My favorite self-descriptor, “couch potato,” may soon be antiquated. Media consumption is now as likely to occur in bed, my home office, back porch, or on the train as it is my cozy Ikea sofa. What does this mean for DRTV if my peers cut the cord on TV?
Marketers are a-twitter (pardon the pun) about my generation’s varied and evolving taste in media engagement. So much so Nielsen, the marketing research behemoth of record, has given me a new generational label: “Generation C.” Yet another moniker has caught on among cultural critics: “Generation Me.” If we’re not Instagramming selfies and our latest brunch entree, we’re tweeting during our favorite TV shows.
Wait! Read that last part again. Many marketers bemoan the imminent destruction of TV, fearful of the oncoming digital apocalypse being brought on by Hulu, Netflix and Amazon Instant Video. True, many Millennials have unplugged the cable box entirely. Yet, Nielsen’s Generation C constitutes 23% of television viewership, a disproportionate volume considering population size! Most users who partake in digital video do so in addition to, not in place of, traditional TV.
Furthermore, Millennials are the most likely cohort to clutch their smartphone or tap away at a laptop while watching TV. Nielsen recently demonstrated that these behaviors, labeled multi-screen viewing, may produce increasingly loyal viewers, than “traditional” TV viewers. Broadcasts with high volumes of tweets during their premieres can pull in more viewership. And programming has caught on: Fans of The Bachelorette can watch fellow viewer’s tweets flicker across the bottom of the screen just below the TV romance.

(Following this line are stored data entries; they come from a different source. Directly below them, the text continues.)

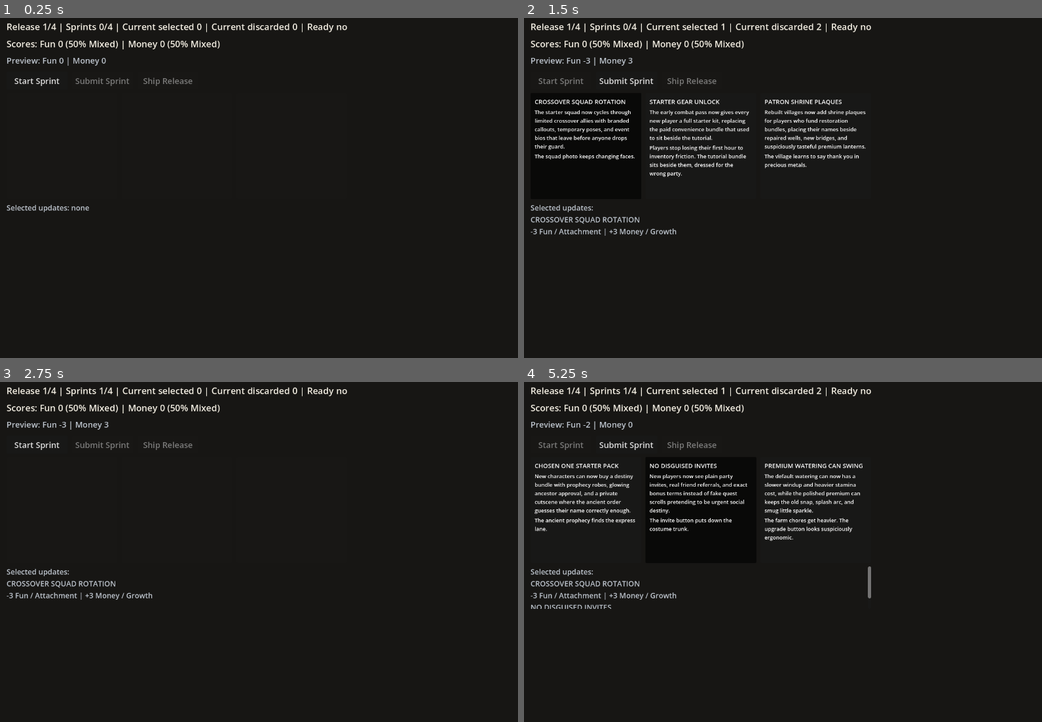
Above: before the commit, frames 1-4 (two rows, left to right).
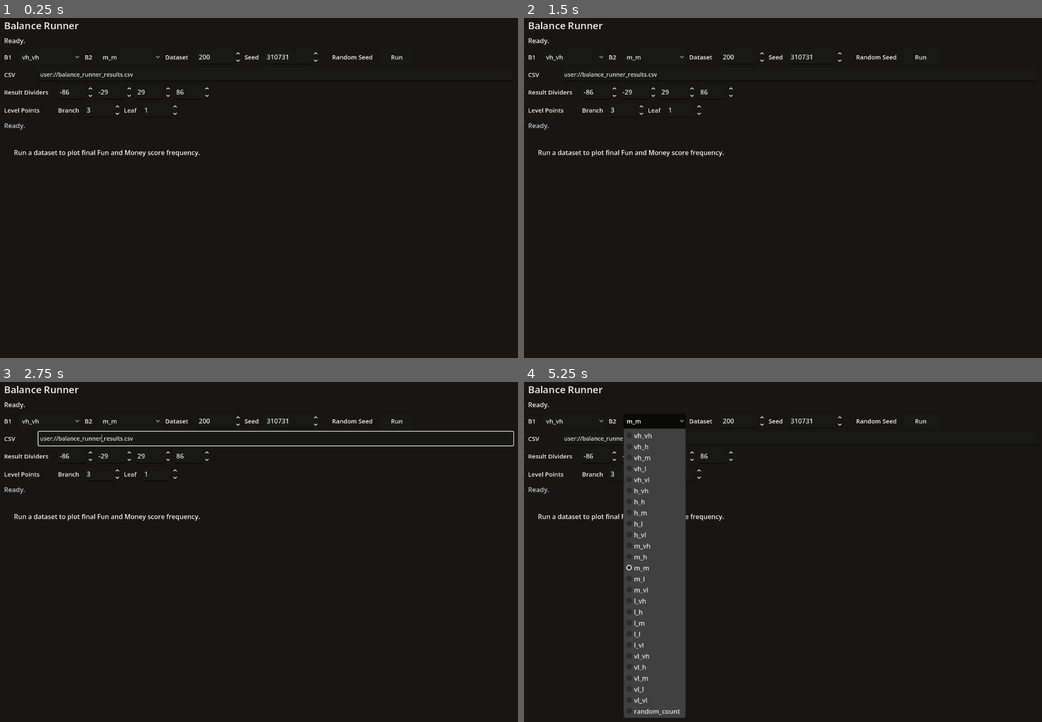
Above: after the commit, the same moments.

Repository: Josephblt/patch-notes
Game: Godot game, scene res://scenes/tools/balance_runner.tscn
Same seed, same stepped clock (60 frames per second), same inputs: the game is played once before the commit and once after it. Before the commit the project starts from res://scenes/test_scene.tscn.
Inputs (mouse positions are in pixels of both pictures, inside the frame that each line leads up to):
- Up to frame 1 (0.25 s): no input
- Up to frame 2 (1.5 s): click (560, 79) at 0.5 s, where only the run before the commit has a clickable "Start Sprint"; click (586, 147) at 1.27 s
- Up to frame 3 (2.75 s): click (103, 443) at 2 s, where only the run before the commit has a clickable "Submit Sprint"
- Up to frame 4 (5.25 s): click (560, 443) at 2.75 s, where only the run before the commit has a clickable "Start Sprint"; click (575, 419) at 3.5 s, where only the run after the commit has a clickable "vh_vh"; click (700, 511) at 4.27 s; click (653, 419) at 5 s, where only the run after the commit has a clickable "m_m"

The runs differ from the first frame. In frame 1, 2.7% of the frame differs, in the area x 0-78%, y 1-58%; in frame 2, 5.8%; in frame 3, 3.7%; in frame 4, 15%, in the area x 0-78%, y 1-99%.

Commit message:
Open balance runner by default

Diff:
--- a/src/project.godot
+++ b/src/project.godot
@@ -11,7 +11,7 @@
 [application]
 
 config/name="Patch Notes"
-run/main_scene="res://scenes/test_scene.tscn"
+run/main_scene="res://scenes/tools/balance_runner.tscn"
 config/features=PackedStringArray("4.7", "GL Compatibility")
 config/icon="res://icon.svg"
 
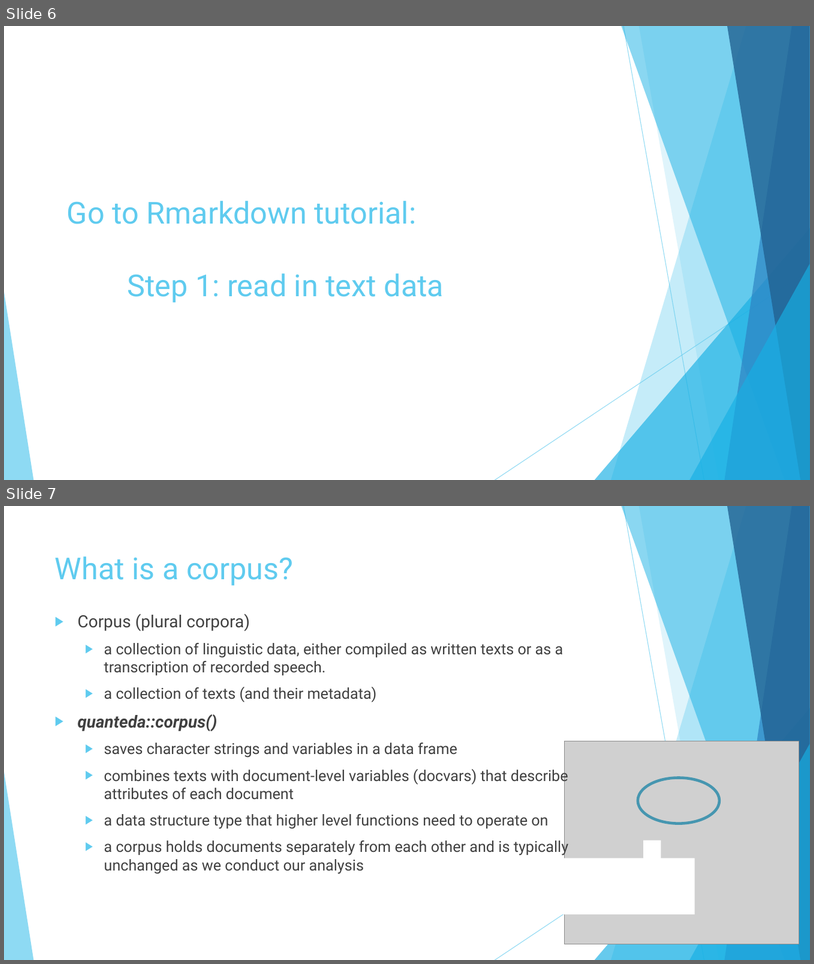
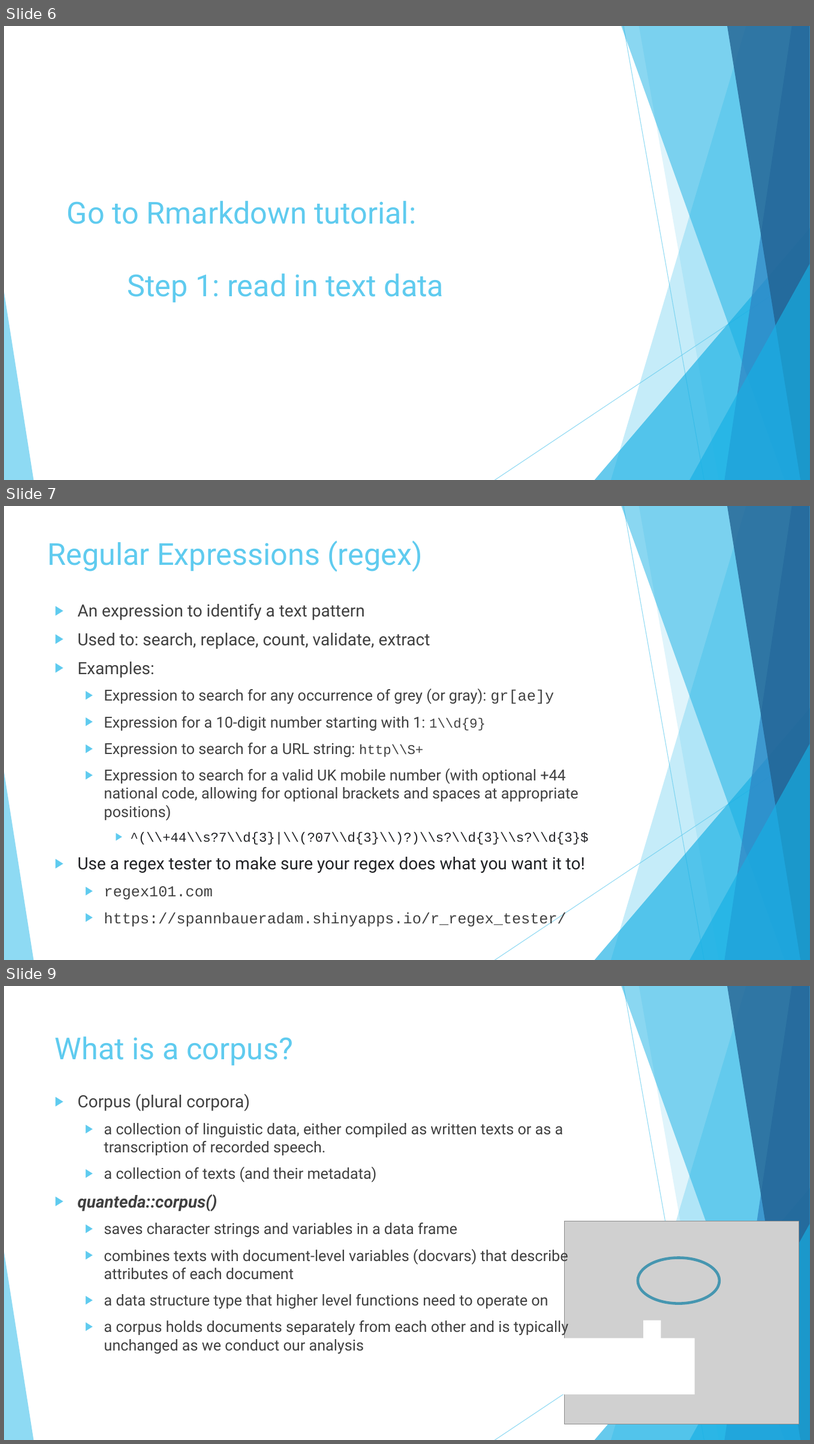
Before and after one commit to shellylac/TextMiningIntro_inR, a slide deck: Slides_Notes/TextTutorial_Slides.pptx. Shown one above the other, each under a label of ours: slides 6 and 7 before the commit, slides 6, 7 and 9 after it; the slides between them are not shown. The pictures are 814x964 and 814x1444 pixels, drawn with LibreOffice and Linux fonts; fonts in the diff are those of the drawing; grey boxes stand for pictures. Boxes give left, top, right and bottom in pixels: in the first picture for what was removed or moved away, otherwise in the second. Text is boxed around its words. In the diff, an @@ line names an element or a change of style, - is before the commit and + after.

Commit message:
added regex stuff and refs to slide

```diff
--- a/Slides_Notes/TextTutorial_Slides.pptx
+++ b/Slides_Notes/TextTutorial_Slides.pptx
@@ slide 7 added at (x1=4, y1=506, x2=810, y2=960), background #FFFFFF; not listed: 10 template elements that a slide beside it also shows @@
@@ title added at (x1=47, y1=541, x2=423, y2=571), 36 pt, text #5FCBEF @@
+Regular Expressions (regex)
@@ text added at (x1=78, y1=603, x2=589, y2=928), 18 pt, text #404040 @@
+▶ An expression to identify a text pattern
+▶ Used to: search, replace, count, validate, extract
+▶ Examples:
+  ▶ Expression to search for any occurrence of grey (or gray): gr[ae]y
+  ▶ Expression for a 10-digit number starting with 1: 1\\d{9}
+  ▶ Expression to search for a URL string: http\\S+
+  ▶ Expression to search for a valid UK mobile number (with optional +44 national code, allowing for optional brackets and spaces at appropriate positions)
+    ▶ ^(\\+44\\s?7\\d{3}|\\(?07\\d{3}\\)?)\\s?\\d{3}\\s?\\d{3}$
+▶ Use a regex tester to make sure your regex does what you want it to!
+  ▶ regex101.com
+  ▶ https://spannbaueradam.shinyapps.io/r_regex_tester/
@@ what was slide 7 is now slide 9 @@
```
Also in this commit, not shown: 2 slides changed, 2 other slides added.
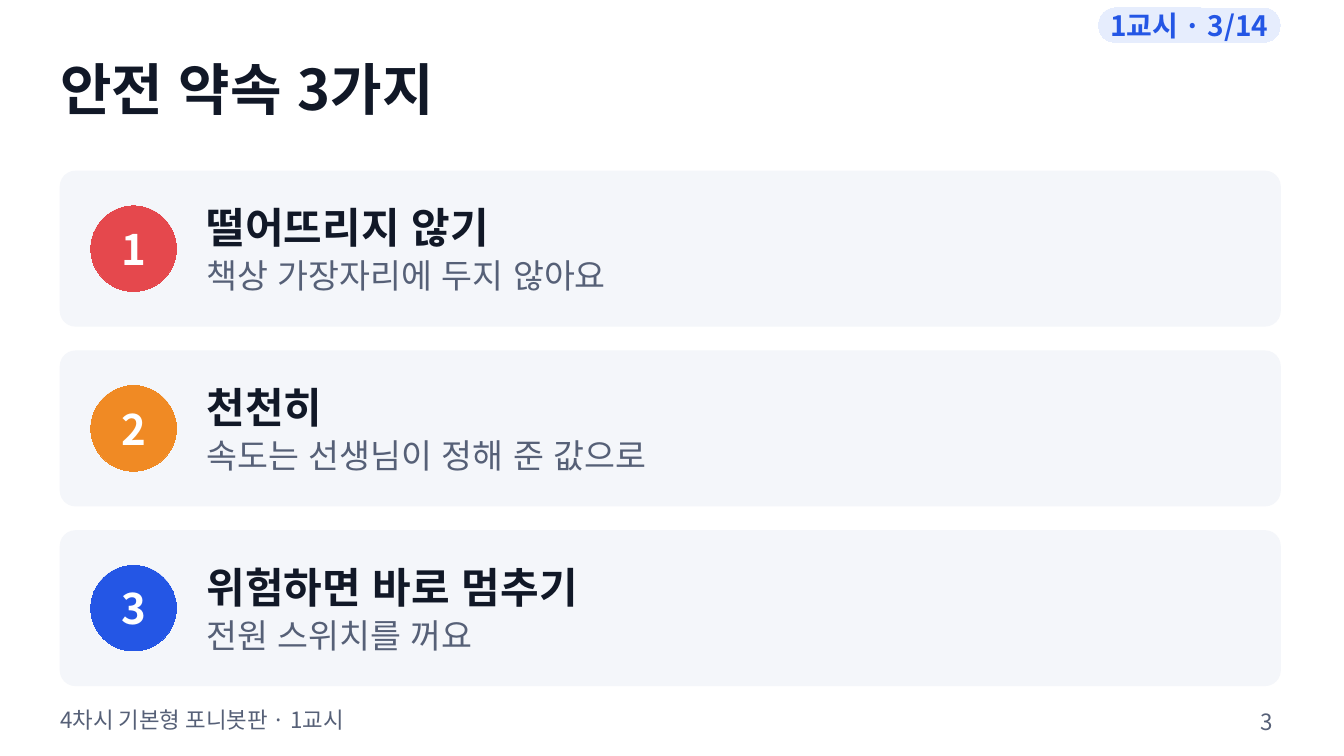
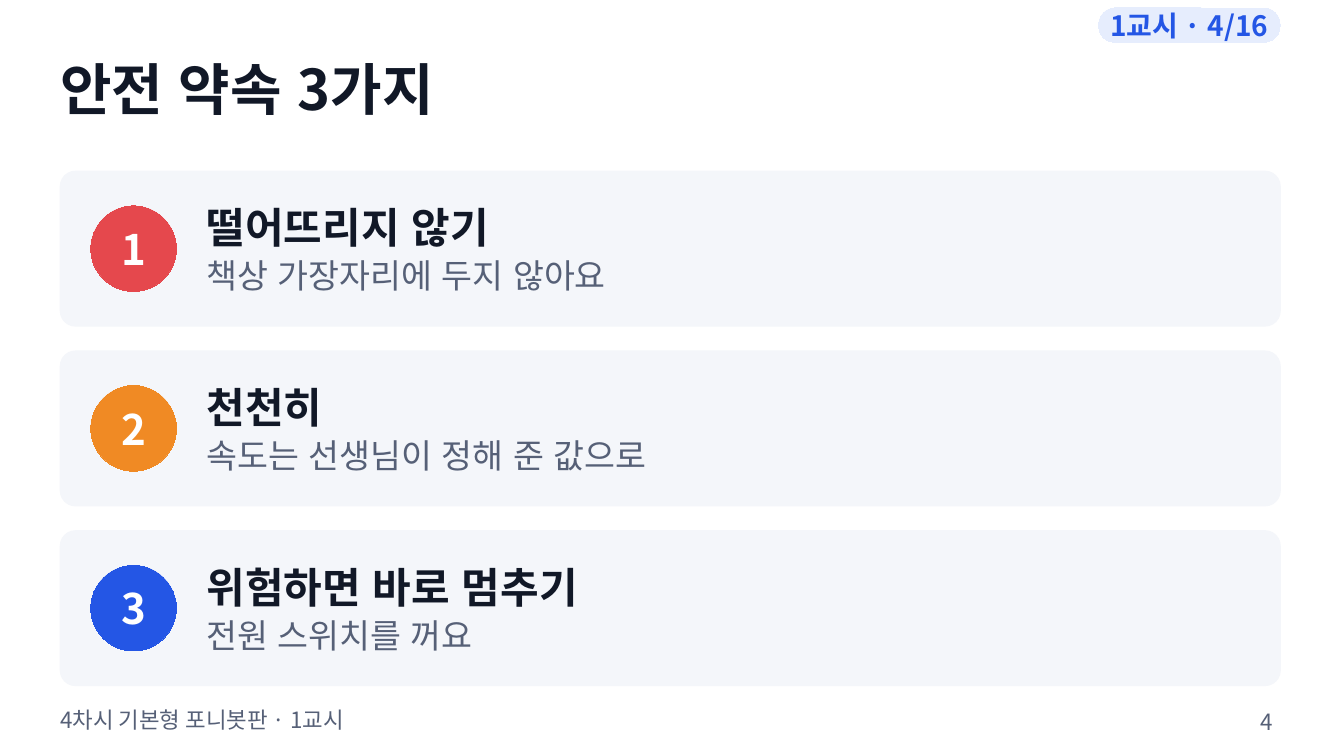
Before and after one commit to boundaryx01-uniquelife/microbit, a slide deck: slide 4 of bridge/ponybot/materials/포니봇_4차시_기본형/ponybot_4차시_수업슬라이드.pptx (slide 3 before the commit). Drawn at 1344x756 pixels with LibreOffice and Linux fonts; fonts in the diff are those of the drawing. Boxes give left, top, right and bottom in pixels: in the first picture for what was removed or moved away, otherwise in the second. Text is boxed around its words. In the diff, an @@ line names an element or a change of style, - is before the commit and + after.

```diff
--- a/bridge/ponybot/materials/포니봇_4차시_기본형/ponybot_4차시_수업슬라이드.pptx
+++ b/bridge/ponybot/materials/포니봇_4차시_기본형/ponybot_4차시_수업슬라이드.pptx
@@ text in rounded rectangle at (1110, 12, 1268, 41): text changed @@
-1교시 · 3/14
+1교시 · 4/16
@@ page number at (1261, 713, 1273, 730): text changed @@
-3
+4
```
Also in this commit, not shown: 10 other slides changed, 5 slides added, 3 slides removed, 20 other files.
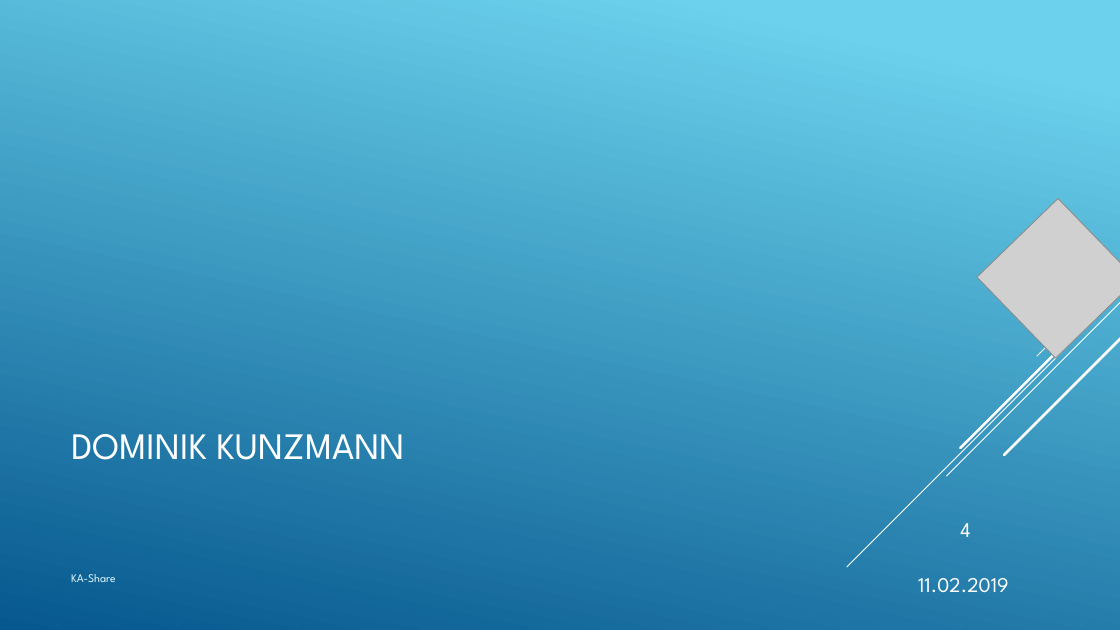
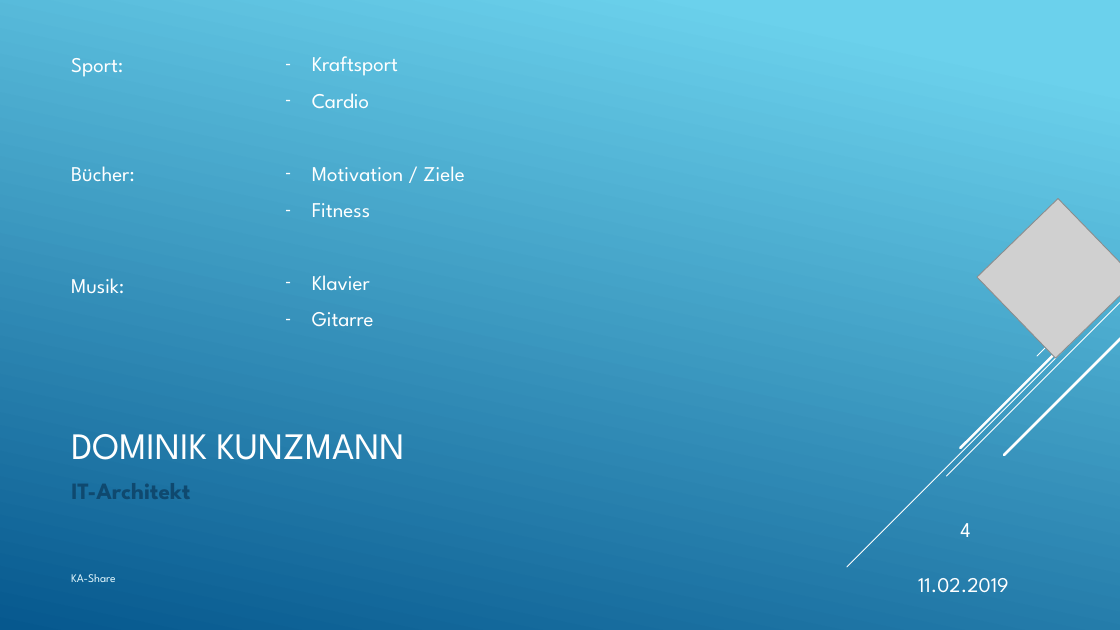
Before and after one commit to KanBen86/ProjektCarsharing, a slide deck: slide 4 of Präsentation/KA-Share.pptx. Drawn at 1120x630 pixels with LibreOffice and Linux fonts; fonts in the diff are those of the drawing; grey boxes stand for pictures. Boxes give left, top, right and bottom in pixels: in the first picture for what was removed or moved away, otherwise in the second. Text is boxed around its words. In the diff, an @@ line names an element or a change of style, - is before the commit and + after.

Commit message:
Update KA-Share.pptx
Vorstellung eingefügt.

```diff
--- a/Präsentation/KA-Share.pptx
+++ b/Präsentation/KA-Share.pptx
@@ text added at bbox=[71, 58, 135, 294], 18 pt, text #FFFFFF @@
+Sport:
+Bücher:
+Musik:
@@ text added at bbox=[312, 56, 464, 327], 18 pt, text #FFFFFF @@
+  – Kraftsport
+  – Cardio
+  – Motivation / Ziele
+  – Fitness
+  – Klavier
+  – Gitarre
@@ text added at bbox=[71, 483, 190, 499], 20 pt, text #0F496F, bold @@
+IT-Architekt
```

One last difference between traditional TV viewing and digital highlights a particular advantage of DRTV. Digital viewers are more likely to binge watch entire seasons of shows at once. Sounds an awful lot like “nontent,” a DRTV staple, to me. When I can pause my fourth episode of Toddlers & Tiaras in a row, why not pick up the phone to respond to a well-targeted DRTV ad?
In fact, astute marketers will recognize that television and digital aren’t mutually exclusive but dynamically synergistic. They’ll capitalize on the synergies by doing the following:
- Use television spots to incentivize responses via social media and mobile technology, offering premiums to viewers who use digital media to order.
- Develop media strategies that place offers in shows most likely to be binge-watched.
- Create apps that are designed to work in conjunction with offers in commercials.
I posit that the coming shift in TV behavior demonstrates not our impending doom as marketers, but increased opportunity for consumer engagement, particularly with DRTV. The concepts that make DRTV a high-ROI marketing avenue for marketers on traditional TV are only set to expand with increased digital viewership.